A Sneak Preview of "Earth Song – Inside Michael Jackson's Magnum Opus"
by Joe Vogel on June 21, 2011 13 comments Uncategorized
Michael Jackson was alone in his hotel room, pacing.
He was in the midst of the second leg of his Bad World Tour, an
exhausting, 123-concert spectacular that stretched over nearly two
years. The tour would become the largest-grossing and most-attended
concert series in history.
Just days earlier, Jackson had performed in Rome at Flaminio Stadium to
an ecstatic sold-out crowd of over 30,000. In his downtime, he visited
the Sistine Chapel and St. Peter's Cathedral at the Vatican with Quincy
Jones and legendary composer, Leonard Bernstein. Later, they drove to
Florence where Jackson stood beneath Michelangelo's masterful sculpture,
David, gazing up in awe.
Now he was in Vienna, Austria, music capital of the Western world. It
was here where Mozart's brilliant Symphony No. 25 and haunting Requiem
were composed; where Beethoven studied under Haydn and played his first
symphony. And it was here, at the Vienna Marriott, on June 1, 1988, that
Michael Jackson's magnum opus, "Earth Song," was born.
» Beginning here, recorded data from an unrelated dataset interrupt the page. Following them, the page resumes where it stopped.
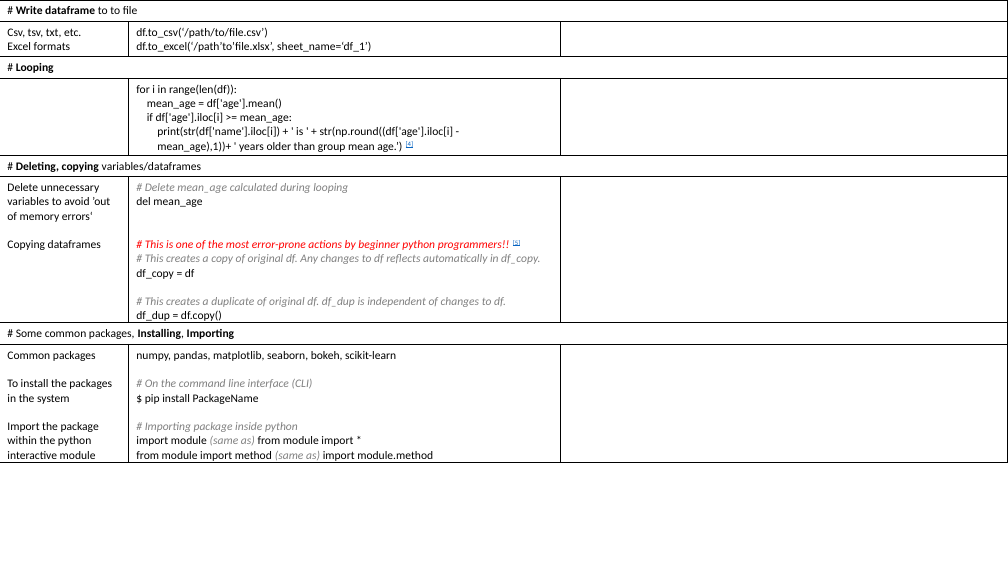
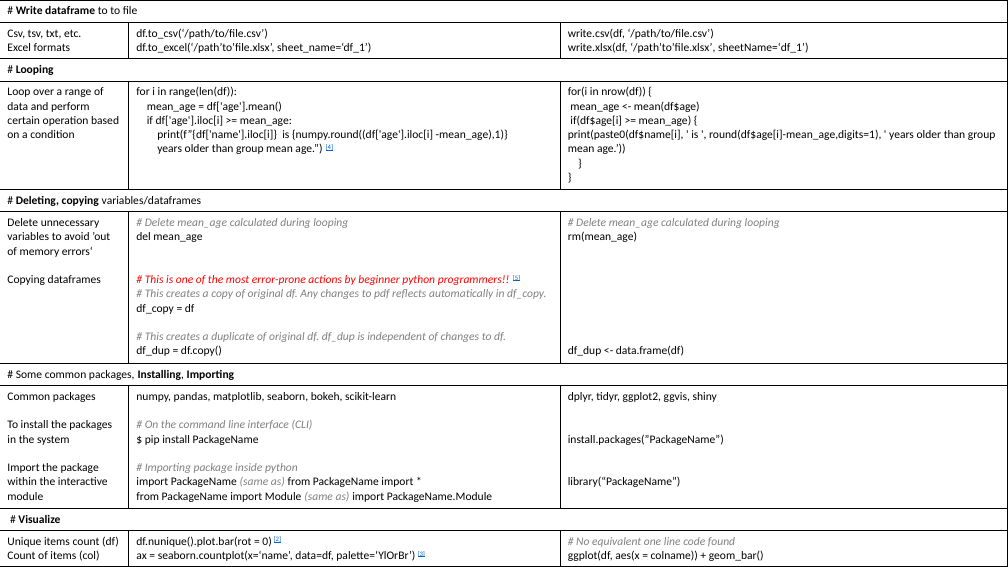
Before and after one commit to Lhogeshwaran/python-r_cheatsheet, a slide deck: slide 3 of Python-R_DataScience_cheat_sheet.pptx. Drawn at 1008x567 pixels with LibreOffice and Linux fonts; fonts in the diff are those of the drawing. Boxes give left, top, right and bottom in pixels: in the first picture for what was removed or moved away, otherwise in the second. Text is boxed around its words. In the diff, an @@ line names an element or a change of style, - is before the commit and + after.

```diff
--- a/Python-R_DataScience_cheat_sheet.pptx
+++ b/Python-R_DataScience_cheat_sheet.pptx
@@ table at bbox=[0, 0, 1008, 567] @@
-row 2, column 3: 
+row 2, column 3: write.csv(df, ‘/path/to/file.csv’) / write.xlsx(df, ‘/path’to’file.xlsx’, sheetName=‘df_1’)
-row 4:  | for i in range(len(df)): / mean_age = df['age'].mean() / if df['age'].iloc[i] >= mean_age: / print(str(df['name'].iloc[i]) + ' is ' + str(np.round((df['age'].iloc[i] - / mean_age),1))+ ' years older than group mean age.’) [4] | 
+row 4: Loop over a range of data and perform certain operation based on a condition | for i in range(len(df)): / mean_age = df['age'].mean() / if df['age'].iloc[i] >= mean_age: / print(f”{df['name'].iloc[i]} is {numpy.round((df['age'].iloc[i] -mean_age),1)} / years older than group mean age.”) [4] | for(i in nrow(df)) { / mean_age <- mean(df$age) / if(df$age[i] >= mean_age) { / print(paste0(df$name[i], ' is ', round(df$age[i]-mean_age,digits=1), ' years older than group mean age.’)) / } / }
-row 6, column 2: # Delete mean_age calculated during looping / del mean_age / # This is one of the most error-prone actions by beginner python programmers!! [5] / # This creates a copy of original df. Any changes to df reflects automatically in df_copy. / df_copy = df / # This creates a duplicate of original df. df_dup is independent of changes to df. / df_dup = df.copy()
+row 6, column 2: # Delete mean_age calculated during looping / del mean_age / # This is one of the most error-prone actions by beginner python programmers!! [5] / # This creates a copy of original df. Any changes to pdf reflects automatically in df_copy. / df_copy = df / # This creates a duplicate of original df. df_dup is independent of changes to df. / df_dup = df.copy()
-row 6, column 3: 
+row 6, column 3: # Delete mean_age calculated during looping / rm(mean_age) / df_dup <- data.frame(df)
-row 8: Common packages / To install the packages in the system / Import the package within the python interactive module | numpy, pandas, matplotlib, seaborn, bokeh, scikit-learn / # On the command line interface (CLI) / $ pip install PackageName / # Importing package inside python / import module (same as) from module import * / from module import method (same as) import module.method | 
+row 8: Common packages / To install the packages in the system / Import the package within the interactive module | numpy, pandas, matplotlib, seaborn, bokeh, scikit-learn / # On the command line interface (CLI) / $ pip install PackageName / # Importing package inside python / import PackageName (same as) from PackageName import * / from PackageName import Module (same as) import PackageName.Module | dplyr, tidyr, ggplot2, ggvis, shiny / install.packages(”PackageName”) / library(“PackageName”)
+row 9: # Visualize |  | 
+row 10: Unique items count (df) / Count of items (col) | df.nunique().plot.bar(rot = 0) [2] / ax = seaborn.countplot(x=‘name’, data=df, palette=‘YlOrBr’) [3] | # No equivalent one line code found / ggplot(df, aes(x = colname)) + geom_bar()
```
Also in this commit, not shown: 3 other slides changed.
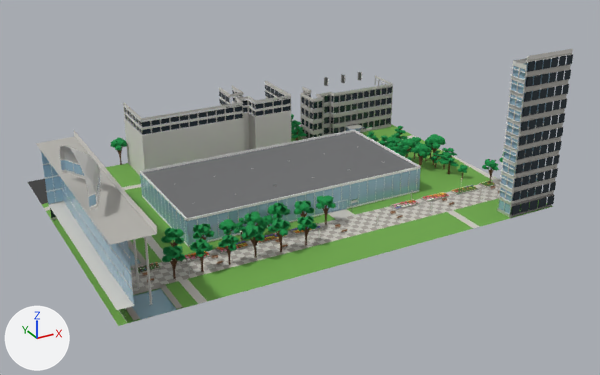
What one commit did to the FBX model unity/KatsushikaCampusDays/Assets/Models/Interiors/research2.fbx.
The view is the same before and after, from a camera (50 mm lens) standing at (-123.4, -196.7, 111.2) and looking at (-6.4, 16.0, 4.9). Lighting does not change. The marker at lower left points along +X, +Y and +Z. The older version comes first. Where no turn or scale is listed for an object, it has been applied to the vertices.

Objects in the first picture: 'ext_research2', 'ext_research2_trees', 'wall_research2'.
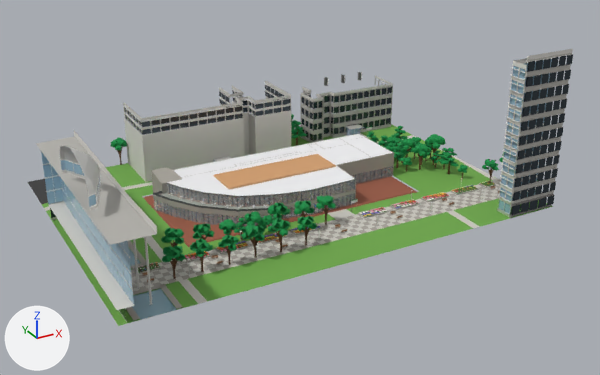
Changed parts and their boxes [x1, y1, x2, y2] in the pictures (600 x 375 px; the box of a moved part takes in the faces that stretch with it):
'wall_research2', reshaped (13% narrower, 19% shorter): before [140, 130, 421, 247]; after [151, 133, 394, 227]
'furn_research2_07_terrace', added: after [169, 193, 268, 209]
part 1 of me_floor_research2, rebuilt (not visible before): after [144, 176, 416, 247]
part 2 of me_floor_research2, added: after [161, 190, 352, 210]
part 3 of me_wall_research2, moved or reshaped (not visible afterwards): before [140, 174, 189, 245]
part 4 of me_wall_research2, rebuilt: before [142, 190, 419, 247]; after [151, 134, 394, 217]
part 5 of me_wall_research2, rebuilt (14% narrower, 30% shorter): before [140, 130, 421, 221]; after [152, 133, 393, 196]
part 6 of me_wall_research2, deleted: before [143, 132, 418, 241]
part 7 of me_wall_research2, cut back: before [187, 169, 421, 245]; after [153, 138, 393, 227]
part 8 of me_ext_research2, added: after [358, 207, 389, 218]
part 9 of me_ext_research2, built on: [143, 187, 499, 276] in both

The change, as a diff of the scene's bpy script:
```diff
--- a/unity/KatsushikaCampusDays/Assets/Models/Interiors/research2.fbx.py
+++ b/unity/KatsushikaCampusDays/Assets/Models/Interiors/research2.fbx.py
@@ me_wall_research2 @@
-me_wall_research2.from_pydata(...)  # 3992 vertices, 2893 faces; spans x -49.4..31.9, y 4.0..44.3, z -0.3..8.9
-me_wall_research2.materials.append(mat_wall_white)  # white #f3f3f1
-me_wall_research2.materials.append(mat_glass_clear)  # blue #9fc4d8
-me_wall_research2.materials.append(mat_metal_white)  # light grey #e2e2de
+me_wall_research2.from_pydata(...)  # 3057 vertices, 1446 faces; spans x -49.4..31.9, y 4.0..44.3, z 0.0..8.9
+# me_wall_research2 part 3: the loose piece of 8 vertices spanning x -49.3, y 4.0..44.3, z 0.5..8.2 is scaled about its middle by (5.47, 0.00181, 0.468), then moved by (2.5, 2.9, -2.6), in mat_research2_mullion_dark (dark blue #434c5b)
+# me_wall_research2 part 4: the loose piece of 32 vertices spanning x -49.4..31.9, y 4.0..44.3, z 0.0..0.5 is rebuilt with 264 vertices and now spans x -49.4..31.9, y 4.0..44.3, z 0.0..8.9
+# me_wall_research2 part 5: the loose piece of 32 vertices spanning x -49.4..31.9, y 4.0..44.3, z 8.2..8.9 is rebuilt with 45 vertices and now spans x -46.4..31.9, y 5.5..44.3, z 8.4, in mat_research2_wall_concrete (grey #aaa59c)
+# me_wall_research2 part 6: 439 loose pieces with 3838 vertices, spanning x -49.4..31.9, y 4.0..44.3, z -0.3..8.2, are deleted
+# me_wall_research2 part 7: 26 vertices removed from x -49.4..31.9, y 4.1..4.2, z 0.0..8.2; 2684 vertices added at x -49.4..31.9, y 4.0..41.1, z 0.0..8.9
+# other edits to the shape of me_wall_research2 do not show in these pictures
 me_wall_research2.materials.append(mat_metal_gray)
-me_wall_research2.materials.append(mat_sign_exit_green)  # green #42da99, glowing green #59f9ad
-me_wall_research2.materials.append(mat_ceiling_dark)  # grey #6e6f70
-me_wall_research2.materials.append(mat_concrete_light)  # light grey #d8d6d0
-me_wall_research2.materials.append(mat_concrete_grey)  # grey #b4b2ac
-me_wall_research2.materials.append(mat_floor_tile_grey)  # light grey #c5c6c6
-me_wall_research2.materials.append(mat_glass_partition)  # white #e2eaeb
 me_wall_research2.materials.append(mat_light_panel)
-me_wall_research2.materials.append(mat_ceiling_white)  # white #f6f6f5
-me_wall_research2.materials.append(mat_ceiling_grid)  # light grey #d1d2d3
-me_wall_research2.materials.append(mat_wall_grey)  # light grey #d8d9d8
-me_wall_research2.materials.append(mat_metal_dark)  # grey #6c6e6f
+me_wall_research2.materials.append(mat_research2_wall_concrete)  # grey #aaa59c
+me_wall_research2.materials.append(mat_research2_glass)  # white #dce6ea
+me_wall_research2.materials.append(mat_research2_mullion_dark)  # dark blue #434c5b
+me_wall_research2.materials.append(mat_research2_mesh_fence)  # grey #6e7276
+me_wall_research2.materials.append(mat_research2_steel_dark)  # dark grey #2e3236
+me_wall_research2.materials.append(mat_research2_sash_2f)  # greyish blue #4d535c
+me_wall_research2.materials.append(mat_research2_stainless)  # light grey #c8cacc
+me_wall_research2.materials.append(mat_research2_panel_grey)  # grey #a8ada5
+me_wall_research2.materials.append(mat_research2_soffit)  # beige #f5e5c9
+me_wall_research2.materials.append(mat_research2_brick_core)  # dark grey #35302e
+me_wall_research2.materials.append(mat_research2_ceiling_white)  # white #f0eee8
+me_wall_research2.materials.append(mat_research2_glow_warm)  # beige #ffd9a8, glowing beige #ffd9a8
+me_wall_research2.materials.append(mat_research2_ceiling_2f_white)  # white #f2f2f4
+me_wall_research2.materials.append(mat_research2_ceiling_wood)  # beige #d6a16f
+me_wall_research2.materials.append(mat_research2_led_linear)  # pale yellow #fff4e0, glowing pale yellow #fff4e0
@@ me_ext_research2 @@
-me_ext_research2.from_pydata(...)  # 11981 vertices, 6916 faces; spans x -79.4..61.9, y -26.0..74.3, z 0.0..50.7
+me_ext_research2.from_pydata(...)  # 12576 vertices, 7337 faces; spans x -79.4..61.9, y -26.0..74.3, z 0.0..50.7
+# me_ext_research2 part 8: the loose piece of 24 vertices spanning x 16.9..25.9, y -4.5..-0.9, z 0.0..0.4 is copied, and the copy is moved by (-12.0, 0.0, 0.0); it spans x 4.9..13.9, y -4.5..-0.9, z 0.0..0.4
+# me_ext_research2 part 9: 110 vertices moved within x -66.4..55.2, y -12.0..-1.6, z 0.0..4.0; 336 vertices added at x 4.9..13.9, y -4.3..-1.0, z 0.4..0.7
+# other edits to the shape of me_ext_research2 do not show in these pictures
 me_ext_research2.materials.append(mat_stone_dark)
@@ me_floor_research2 @@
-me_floor_research2.from_pydata(...)  # 12 vertices, 7 faces; spans x -49.4..31.9, y 4.0..44.3, z -0.3..0.0
-me_floor_research2.materials.append(mat_floor_tile_white)  # white #eeedeb
-me_floor_research2.materials.append(mat_concrete_grey)  # grey #b4b2ac
+me_floor_research2.from_pydata(...)  # 101 vertices, 47 faces; spans x -49.4..31.9, y 4.0..44.3, z -1.0..4.8
+# me_floor_research2 part 1: the loose piece of 8 vertices spanning x -49.4..31.9, y 4.0..44.3, z -0.3..0.0 is rebuilt with 8 vertices and now spans x -49.4..31.9, y 4.0..44.3, z -1.0..0.0, in mat_research2_ground_brick (brown #9a5b45)
+# me_floor_research2 part 2: a new loose piece of 65 vertices spanning x -48.8..31.9, y 4.7..41.3, z 4.8
+# other edits to the shape of me_floor_research2 do not show in these pictures
+me_floor_research2.materials.append(mat_research2_panel_grey)  # grey #a8ada5
+me_floor_research2.materials.append(mat_research2_floor_1f_wood)  # brown #8c6046
+me_floor_research2.materials.append(mat_research2_floor_2f_oak)  # brown #c49771
+me_floor_research2.materials.append(mat_research2_ground_brick)  # brown #9a5b45
@@ ob_furn_research2_07_terrace @@
+ob_furn_research2_07_terrace = bpy.data.objects.new('furn_research2_07_terrace', me_furn_research2_07_terrace)  # 960 vertices, 700 faces; spans x -45.1..-22.4, y 6.7..30.4, z 4.8..5.6; in mat_research2_terrace_white (white #ededea), mat_research2_chrome (light grey #d8dadc)
+ob_furn_research2_07_terrace.location = (0.0, 0.0, 0.0)
```

The six-and-a-half-minute piece that materialized over the next seven
years was unlike anything heard before in popular music. Social anthems
and protest songs had long been part of the heritage of rock. But not
like this. "Earth Song" was something more epic, dramatic, and primal.
Its roots were deeper; its vision more panoramic. It was a lamentation
torn from the pages of Job and Jeremiah, an apocalyptic prophecy that
recalled the works of Blake, Yeats, and Eliot.
It conveyed musically what Picasso's masterful aesthetic protest,
Guernica, conveyed in art. Inside its swirling scenes of destruction and
suffering were voices—crying, pleading, shouting to be heard ("What
about us?").
"Earth Song" would become the most successful environmental anthem ever
recorded, topping the charts in over fifteen countries and selling over
five million copies. Yet critics never quite knew what to make of it.
Its unusual fusion of opera, rock, gospel, and blues sounded like
nothing on the radio. It defied almost every expectation of a
traditional anthem. In place of nationalism, it envisioned a world
without division or hierarchy. In place of religious dogma or humanism,
it yearned for a broader vision of ecological balance and harmony. In
place of simplistic propaganda for a cause, it was a genuine artistic
expression. In place of a jingly chorus that could be plastered on a
T-shirt or billboard, it offered a wordless, universal cry.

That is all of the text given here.